(Beginning of Supplied material)
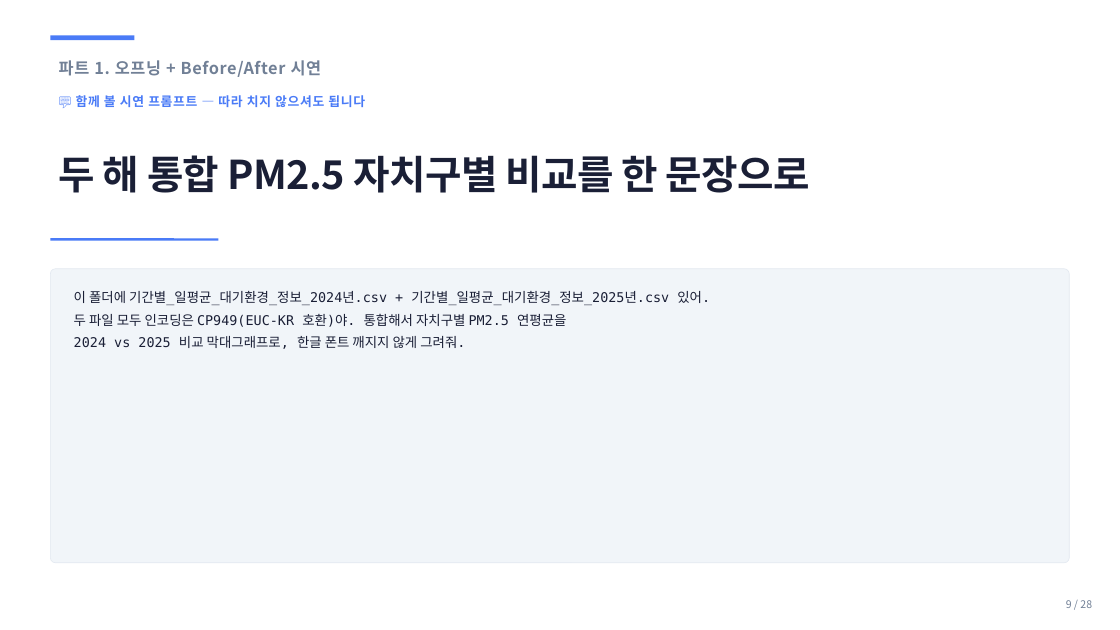
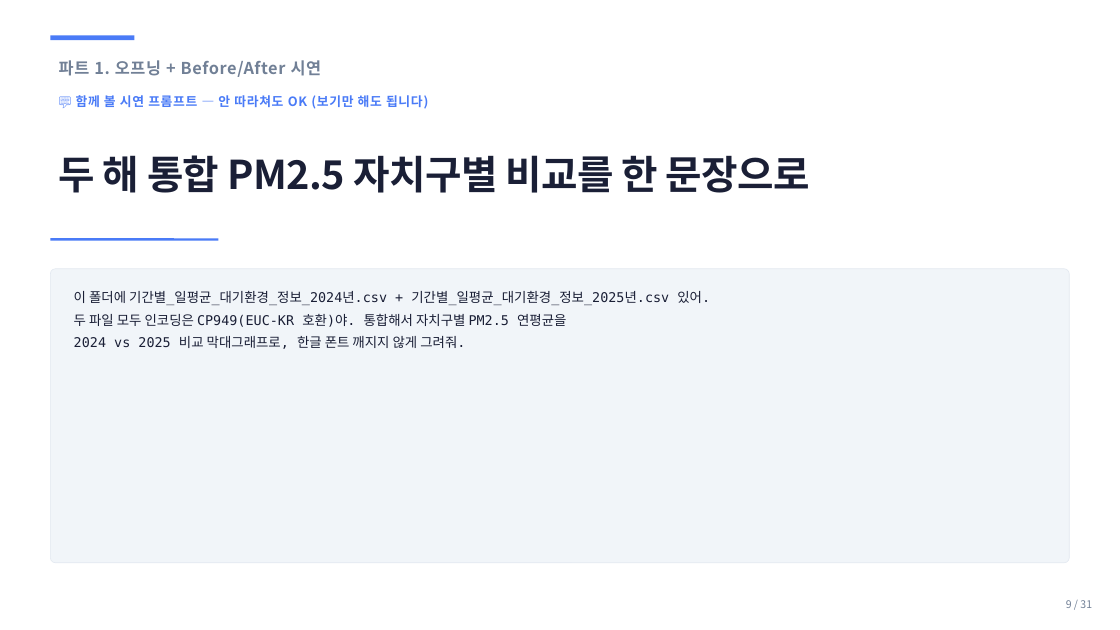
Before and after one commit to sujinpark-datapopcorn/inflearn_ccd_challenge, a slide deck: slide 9 of ppt/b2g_day1_setup.pptx. Drawn at 1120x630 pixels with LibreOffice and Linux fonts; fonts in the diff are those of the drawing. Boxes give left, top, right and bottom in pixels: in the first picture for what was removed or moved away, otherwise in the second. Text is boxed around its words. In the diff, an @@ line names an element or a change of style, - is before the commit and + after.

```diff
--- a/ppt/b2g_day1_setup.pptx
+++ b/ppt/b2g_day1_setup.pptx
@@ text at [76, 95, 428, 109]: text changed @@
-💬 함께 볼 시연 프롬프트 — 따라 치지 않으셔도 됩니다
+💬 함께 볼 시연 프롬프트 — 안 따라쳐도 OK (보기만 해도 됩니다)
@@ text at [1066, 600, 1092, 608]: text changed @@
-9 / 28
+9 / 31
```
Also in this commit, not shown: 26 other slides changed, 3 slides added, 4 other files.
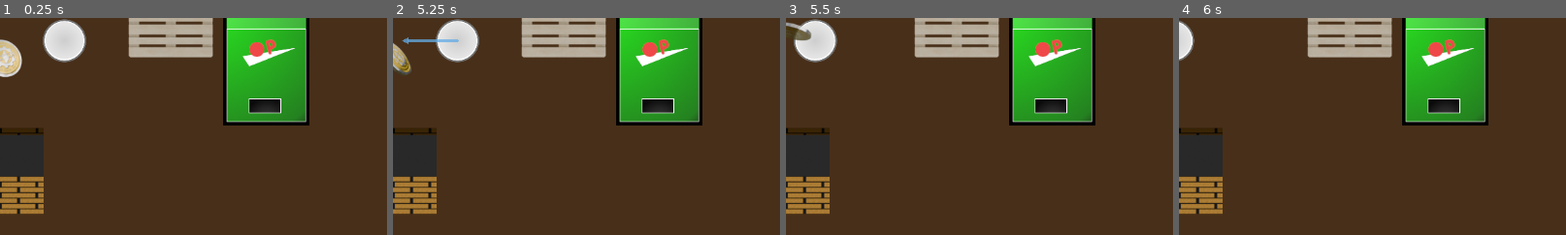
Above: before the commit, frames 1-4 (left to right).
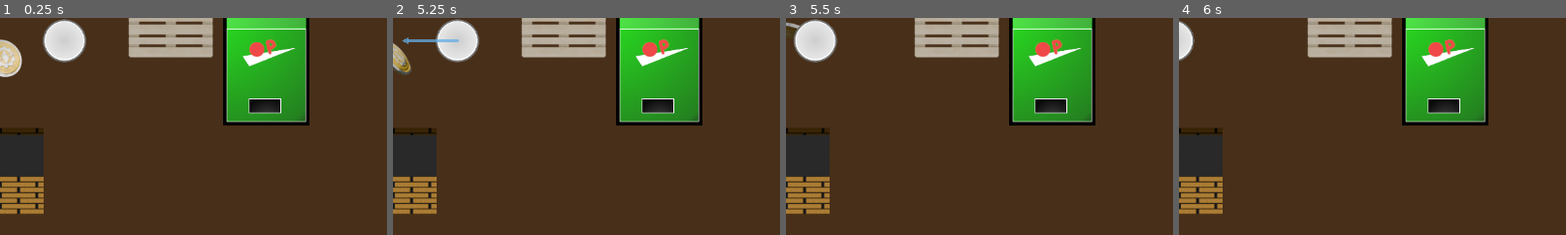
Above: after the commit, the same moments.

Repository: Moderrek/project-ricochet
Game: Godot game, scene res://scenes/levels/level_test_tilemap.tscn
The game is run twice, just before and just after one commit, with the same random seed, the same clock (stepped at 60 frames per second) and the same inputs. This scene is started directly instead of the project's main scene.
Inputs (mouse positions are % of the whole screen's width and height, from its top left):
- Up to frame 1 (0.25 s): no input
- Up to frame 2 (5.25 s): move the mouse to (72, 45) at 0.52 s; click (72, 45) at 0.67 s; drag from (30, 55) to (42, 80) at 1.27 s; move the mouse to (60, 28) at 2.02 s; click (60, 28) at 2.17 s; drag from (45, 70) to (20, 35) at 2.77 s; move the mouse to (80, 65) at 3.52 s; click (80, 65) at 3.67 s; drag from (20, 35) to (35, 25) at 4.27 s; move the mouse to (55, 50) at 5.02 s; click (55, 50) at 5.17 s
- Up to frame 3 (5.5 s): no input
- Up to frame 4 (6 s): drag from (35, 25) to (30, 55) at 5.77 s
The pictures show only the part of the screen within x 42-92%, y 45-95%; the shares and areas given below are measured in that part.

Frames 1-2 are identical in both runs. In frame 3, 0.2% of the frame differs, in the area x 2-7%, y 3-11%; in frame 4, nothing differs.

Commit message:
feat(debug): added debug colors

Diff:
--- a/scenes/interactables/cez_coin/cez_coin.tscn
+++ b/scenes/interactables/cez_coin/cez_coin.tscn
@@ -243,7 +243,7 @@
 
 [node name="CollisionShape2D" type="CollisionShape2D" parent="." unique_id=1368257555]
 shape = SubResource("CircleShape2D_b7icy")
-debug_color = Color(0, 0.6, 0.69803923, 0)
+debug_color = Color(0.94509804, 0.76862746, 0.05882353, 0.39215687)
 
 [node name="AnimatedSprite2D" type="AnimatedSprite2D" parent="." unique_id=1384540809]
 sprite_frames = SubResource("SpriteFrames_0c1tr")
--- a/scenes/interactables/coffee/coffee.tscn
+++ b/scenes/interactables/coffee/coffee.tscn
@@ -249,4 +249,4 @@
 
 [node name="CollisionShape2D" type="CollisionShape2D" parent="." unique_id=1428137511]
 shape = SubResource("CircleShape2D_jggkj")
-debug_color = Color(0, 0.6, 0.69803923, 0)
+debug_color = Color(0.94509804, 0.76862746, 0.05882353, 0.39215687)
--- a/scenes/interactables/pallet/pallet.tscn
+++ b/scenes/interactables/pallet/pallet.tscn
@@ -16,3 +16,4 @@
 
 [node name="CollisionShape2D" type="CollisionShape2D" parent="." unique_id=17288804]
 shape = SubResource("RectangleShape2D_ktdhu")
+debug_color = Color(0.9019608, 0.49411765, 0.13333334, 0.39215687)
--- a/scenes/interactables/vending_machine/vending_machine.tscn
+++ b/scenes/interactables/vending_machine/vending_machine.tscn
@@ -17,6 +17,7 @@
 [node name="CollisionShape2D" type="CollisionShape2D" parent="." unique_id=432788299]
 position = Vector2(-0.5, 0.5)
 shape = SubResource("RectangleShape2D_7b47a")
+debug_color = Color(0.60784316, 0.34901962, 0.7137255, 0.39215687)
 
 [node name="DropSpawnPoint" type="Marker2D" parent="." unique_id=1574124354]
 position = Vector2(0, 68)
--- a/scenes/levels/level_0.tscn
+++ b/scenes/levels/level_0.tscn
@@ -8,6 +8,7 @@
 [ext_resource type="PackedScene" uid="uid://qsfvimesjvis" path="res://scenes/environment/wall/wall.tscn" id="4_2vy66"]
 [ext_resource type="Texture2D" uid="uid://i8oc6vj7ysmw" path="res://assets/images/arrow_turn_right.png" id="4_6ayib"]
 [ext_resource type="PackedScene" uid="uid://f0b327r50edc" path="res://scenes/interactables/level_end_area/level_end_area.tscn" id="5_rtok4"]
+[ext_resource type="PackedScene" uid="uid://50bacffex26x" path="res://scenes/interactables/coffee/coffee.tscn" id="9_65guy"]
 
 [sub_resource type="ShaderMaterial" id="ShaderMaterial_dume2"]
 shader = ExtResource("2_53han")
@@ -85,3 +86,6 @@
 [node name="LevelEndArea" parent="Entities" parent_id_path=PackedInt32Array(1153031609) index="5" unique_id=1251197318 instance=ExtResource("5_rtok4")]
 position = Vector2(862.99994, -839)
 scale = Vector2(1.9200048, 3.72)
+
+[node name="Coffee" parent="Entities" parent_id_path=PackedInt32Array(1153031609) index="6" unique_id=1227350045 instance=ExtResource("9_65guy")]
+position = Vector2(-189, -1021)
--- a/scenes/levels/level_test.tscn
+++ b/scenes/levels/level_test.tscn
@@ -293,34 +293,34 @@
 [node name="CezCoin27" parent="Entities" parent_id_path=PackedInt32Array(1153031609) index="26" unique_id=495157481 instance=ExtResource("3_d44nw")]
 position = Vector2(-255, 508)
 
-[node name="Door" parent="." index="5" unique_id=605632606 instance=ExtResource("4_4ptlp")]
+[node name="Door" parent="Entities" parent_id_path=PackedInt32Array(1153031609) index="27" unique_id=605632606 instance=ExtResource("4_4ptlp")]
 position = Vector2(1058, 503)
 next_level_path = "uid://roygbhglbhmm"
 
-[node name="VendingMachine" parent="." index="6" unique_id=635205341 instance=ExtResource("5_ycf23")]
+[node name="VendingMachine" parent="Entities" parent_id_path=PackedInt32Array(1153031609) index="28" unique_id=635205341 instance=ExtResource("5_ycf23")]
 position = Vector2(109, -635)
 
-[node name="VendingMachine2" parent="." index="7" unique_id=1929378675 instance=ExtResource("5_ycf23")]
+[node name="VendingMachine2" parent="Entities" parent_id_path=PackedInt32Array(1153031609) index="29" unique_id=1929378675 instance=ExtResource("5_ycf23")]
 position = Vector2(317, 426)
 coffee_count = 5
 
-[node name="Pallet" parent="." index="8" unique_id=1252356175 instance=ExtResource("6_uh3ll")]
+[node name="Pallet" parent="Entities" parent_id_path=PackedInt32Array(1153031609) index="30" unique_id=1252356175 instance=ExtResource("6_uh3ll")]
 position = Vector2(-139, -417)
 
-[node name="Pallet2" parent="." index="9" unique_id=1374687587 instance=ExtResource("6_uh3ll")]
+[node name="Pallet2" parent="Entities" parent_id_path=PackedInt32Array(1153031609) index="31" unique_id=1374687587 instance=ExtResource("6_uh3ll")]
 position = Vector2(-140, -524)
 
-[node name="Pallet3" parent="." index="10" unique_id=1869191158 instance=ExtResource("6_uh3ll")]
+[node name="Pallet3" parent="Entities" parent_id_path=PackedInt32Array(1153031609) index="32" unique_id=1869191158 instance=ExtResource("6_uh3ll")]
 position = Vector2(342, 695)
 
-[node name="Pallet4" parent="." index="11" unique_id=904471221 instance=ExtResource("6_uh3ll")]
+[node name="Pallet4" parent="Entities" parent_id_path=PackedInt32Array(1153031609) index="33" unique_id=904471221 instance=ExtResource("6_uh3ll")]
 position = Vector2(-676, 416)
 rotation = 1.6002066
 
-[node name="Pallet5" parent="." index="12" unique_id=58506799 instance=ExtResource("6_uh3ll")]
+[node name="Pallet5" parent="Entities" parent_id_path=PackedInt32Array(1153031609) index="34" unique_id=58506799 instance=ExtResource("6_uh3ll")]
 position = Vector2(-681.00006, 553)
 rotation = 1.6002066
 
-[node name="Pallet6" parent="." index="13" unique_id=561013171 instance=ExtResource("6_uh3ll")]
+[node name="Pallet6" parent="Entities" parent_id_path=PackedInt32Array(1153031609) index="35" unique_id=561013171 instance=ExtResource("6_uh3ll")]
 position = Vector2(-669, 696)
 rotation = 1.4521272
--- a/scenes/levels/level_test_tilemap.tscn
+++ b/scenes/levels/level_test_tilemap.tscn
@@ -32,71 +32,71 @@
 offset_bottom = 924.0
 color = Color(0.28127944, 0.18514973, 0.09804199, 1)
 
-[node name="TileMapLayer" type="TileMapLayer" parent="." index="6" unique_id=1692929961]
+[node name="TileMapLayer" type="TileMapLayer" parent="World" parent_id_path=PackedInt32Array(104736592) index="0" unique_id=1692929961]
 position = Vector2(240.99998, 20.999998)
 scale = Vector2(0.4, 0.4)
 tile_map_data = PackedByteArray("AAD9//7/AgAAAAAAAAD+//7/AgAAAAAAAAD///7/AgAAAAAAAAAAAP7/AgAAAAAAAAABAP7/AgAAAAAAAAACAP …(1728 unchanged characters)…
 tile_set = SubResource("TileSet_vdred")
 
-[node name="CezCoin" parent="." index="7" unique_id=454780902 instance=ExtResource("3_372h1")]
+[node name="CezCoin" parent="Entities" parent_id_path=PackedInt32Array(1153031609) index="0" unique_id=454780902 instance=ExtResource("3_372h1")]
 position = Vector2(-1, -798)
 
-[node name="CezCoin2" parent="." index="8" unique_id=1295976352 instance=ExtResource("3_372h1")]
+[node name="CezCoin2" parent="Entities" parent_id_path=PackedInt32Array(1153031609) index="1" unique_id=1295976352 instance=ExtResource("3_372h1")]
 position = Vector2(1371, 269)
 
-[node name="CezCoin3" parent="." index="9" unique_id=894515830 instance=ExtResource("3_372h1")]
+[node name="CezCoin3" parent="Entities" parent_id_path=PackedInt32Array(1153031609) index="2" unique_id=894515830 instance=ExtResource("3_372h1")]
 position = Vector2(1371, -5)
 
-[node name="CezCoin4" parent="." index="10" unique_id=232754692 instance=ExtResource("3_372h1")]
+[node name="CezCoin4" parent="Entities" parent_id_path=PackedInt32Array(1153031609) index="3" unique_id=232754692 instance=ExtResource("3_372h1")]
 position = Vector2(1369, -783)
 
-[node name="CezCoin5" parent="." index="11" unique_id=220575004 instance=ExtResource("3_372h1")]
+[node name="CezCoin5" parent="Entities" parent_id_path=PackedInt32Array(1153031609) index="4" unique_id=220575004 instance=ExtResource("3_372h1")]
 position = Vector2(1376, 132)
 
-[node name="CezCoin6" parent="." index="12" unique_id=1257080862 instance=ExtResource("3_372h1")]
+[node name="CezCoin6" parent="Entities" parent_id_path=PackedInt32Array(1153031609) index="5" unique_id=1257080862 instance=ExtResource("3_372h1")]
 position = Vector2(855, 169)
 
-[node name="CezCoin7" parent="." index="13" unique_id=81734363 instance=ExtResource("3_372h1")]
+[node name="CezCoin7" parent="Entities" parent_id_path=PackedInt32Array(1153031609) index="6" unique_id=81734363 instance=ExtResource("3_372h1")]
 position = Vector2(-88, 27)
 
-[node name="CezCoin8" parent="." index="14" unique_id=104531318 instance=ExtResource("3_372h1")]
+[node name="CezCoin8" parent="Entities" parent_id_path=PackedInt32Array(1153031609) index="7" unique_id=104531318 instance=ExtResource("3_372h1")]
 position = Vector2(-416, -560)
 
-[node name="Door" parent="." index="15" unique_id=605632606 instance=ExtResource("4_ym01l")]
+[node name="Door" parent="Entities" parent_id_path=PackedInt32Array(1153031609) index="8" unique_id=605632606 instance=ExtResource("4_ym01l")]
 position = Vector2(-95, 194)
 next_level_path = "uid://roygbhglbhmm"
 
-[node name="VendingMachine" parent="." index="16" unique_id=635205341 instance=ExtResource("5_b5xd0")]
+[node name="VendingMachine" parent="Entities" parent_id_path=PackedInt32Array(1153031609) index="9" unique_id=635205341 instance=ExtResource("5_b5xd0")]
 position = Vector2(257, -479)
 
-[node name="Pallet" parent="." index="17" unique_id=1252356175 instance=ExtResource("6_ikdyd")]
+[node name="Pallet" parent="Entities" parent_id_path=PackedInt32Array(1153031609) index="10" unique_id=1252356175 instance=ExtResource("6_ikdyd")]
 position = Vector2(12, -526)
 
-[node name="Pallet2" parent="." index="18" unique_id=468582373 instance=ExtResource("6_ikdyd")]
+[node name="Pallet2" parent="Entities" parent_id_path=PackedInt32Array(1153031609) index="11" unique_id=468582373 instance=ExtResource("6_ikdyd")]
 position = Vector2(855, 392)
 
-[node name="Pallet3" parent="." index="19" unique_id=1999954247 instance=ExtResource("6_ikdyd")]
-position = Vector2(1183, -790)
+[node name="Pallet3" parent="Entities" parent_id_path=PackedInt32Array(1153031609) index="12" unique_id=1999954247 instance=ExtResource("6_ikdyd")]
+position = Vector2(1189, -761)
 rotation = 0.16680202
 
-[node name="Pallet4" parent="." index="20" unique_id=660206586 instance=ExtResource("6_ikdyd")]
+[node name="Pallet4" parent="Entities" parent_id_path=PackedInt32Array(1153031609) index="13" unique_id=660206586 instance=ExtResource("6_ikdyd")]
 position = Vector2(10, -414)
 
-[node name="Pallet5" parent="." index="21" unique_id=2077071223 instance=ExtResource("6_ikdyd")]
+[node name="Pallet5" parent="Entities" parent_id_path=PackedInt32Array(1153031609) index="14" unique_id=2077071223 instance=ExtResource("6_ikdyd")]
 position = Vector2(158, -17)
 
-[node name="VendingMachine2" parent="." index="22" unique_id=857043040 instance=ExtResource("5_b5xd0")]
+[node name="VendingMachine2" parent="Entities" parent_id_path=PackedInt32Array(1153031609) index="15" unique_id=857043040 instance=ExtResource("5_b5xd0")]
 position = Vector2(300, 30)
 coffee_scene = ExtResource("3_372h1")
 
-[node name="VendingMachine3" parent="." index="23" unique_id=426115475 instance=ExtResource("5_b5xd0")]
+[node name="VendingMachine3" parent="Entities" parent_id_path=PackedInt32Array(1153031609) index="16" unique_id=426115475 instance=ExtResource("5_b5xd0")]
 position = Vector2(-528, -85)
 
-[node name="Pallet6" parent="." index="24" unique_id=1724676602 instance=ExtResource("6_ikdyd")]
+[node name="Pallet6" parent="Entities" parent_id_path=PackedInt32Array(1153031609) index="17" unique_id=1724676602 instance=ExtResource("6_ikdyd")]
 position = Vector2(1074, -529)
 
-[node name="Pallet7" parent="." index="25" unique_id=760147103 instance=ExtResource("6_ikdyd")]
+[node name="Pallet7" parent="Entities" parent_id_path=PackedInt32Array(1153031609) index="18" unique_id=760147103 instance=ExtResource("6_ikdyd")]
 position = Vector2(934, -533)
 
-[node name="Pallet8" parent="." index="26" unique_id=1447681158 instance=ExtResource("6_ikdyd")]
+[node name="Pallet8" parent="Entities" parent_id_path=PackedInt32Array(1153031609) index="19" unique_id=1447681158 instance=ExtResource("6_ikdyd")]
 position = Vector2(999, -428)
(End of Supplied material)
▶ **Requirement**: Beginning at the line above with "Inputs (mouse positions" and finishing at the line with "- Up to frame 1 (0.25 s): no input", return each line exactly and return nothing else.

▶ **Response to the task**:
Inputs (mouse positions are % of the whole screen's width and height, from its top left):
- Up to frame 1 (0.25 s): no input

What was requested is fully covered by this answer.